EXERCISE:
Everything from the opening line of the records below through the line with "half_length = length / 2" must be duplicated exactly, pictures left out.

EXERCISE INPUT:
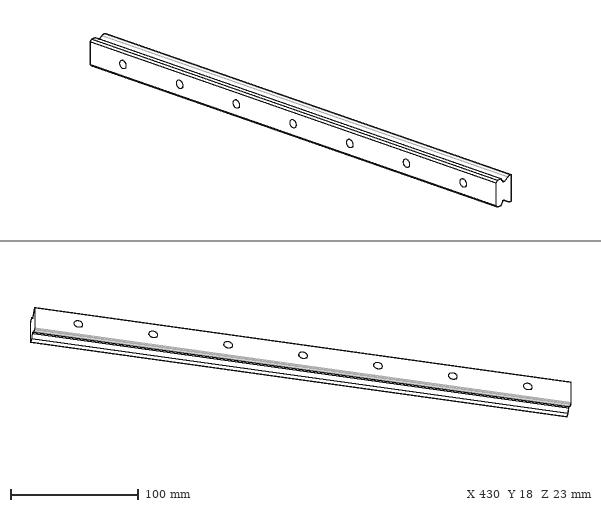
import cadquery as cq

length = 430.0
height = 18.0
width = 23.0

base_chamfer = 1.7
head_corner_radius = 0.65

groove_depth = 3.5
base_shoulder_y = -3.0
floor_start_y = -0.65
floor_end_y = 1.0
head_shoulder_y = 6.0
head_shoulder_radius = 4.7

hole_count = 7
end_distance = 35.0
hole_pitch = (length - 2 * end_distance) / (hole_count - 1)
hole_diameter = 7.0

half_length = length / 2
half_height = height / 2
half_width = width / 2
floor_z = half_width - groove_depth


def make_rail_body():
    """Extrude the symmetric grooved section along X."""
    upper_side = [
        (-half_height, half_width - base_chamfer),
        (-half_height + base_chamfer, half_width),
        (base_shoulder_y, half_width),
        (floor_start_y, floor_z),
        (floor_end_y, floor_z),
        (head_shoulder_y, half_width),
        (half_height, half_width),
    ]
    lower_side = [(y, -z) for y, z in reversed(upper_side)]
    section = cq.Workplane("YZ").polyline(upper_side + lower_side).close()
    return section.extrude(half_length, both=True)


def round_long_edges(body, y, radius):
    """Round the long edges at one Y position on both sides of the rail."""
    edges = [
        body.edges(cq.NearestToPointSelector((0, y, side * half_width))).val()
        for side in (-1, 1)
    ]
    return body.newObject(edges).fillet(radius)


def make_holes():
    """Evenly spaced holes centred on the rail, running through along Y."""
    return (
        cq.Workplane("XZ")
        .rarray(hole_pitch, 4.5, hole_count, 1)
        .circle(hole_diameter / 2)
        .extrude(half_height, both=True)
    )


rail = make_rail_body()
rail = round_long_edges(rail, head_shoulder_y, head_shoulder_radius)
rail = round_long_edges(rail, half_height, head_corner_radius)
result = rail.cut(make_holes())

SOLUTION TO THIS TASK:
import cadquery as cq

length = 430.0
height = 18.0
width = 23.0

base_chamfer = 1.7
head_corner_radius = 0.65

groove_depth = 3.5
base_shoulder_y = -3.0
floor_start_y = -0.65
floor_end_y = 1.0
head_shoulder_y = 6.0
head_shoulder_radius = 4.7

hole_count = 7
end_distance = 35.0
hole_pitch = (length - 2 * end_distance) / (hole_count - 1)
hole_diameter = 7.0

half_length = length / 2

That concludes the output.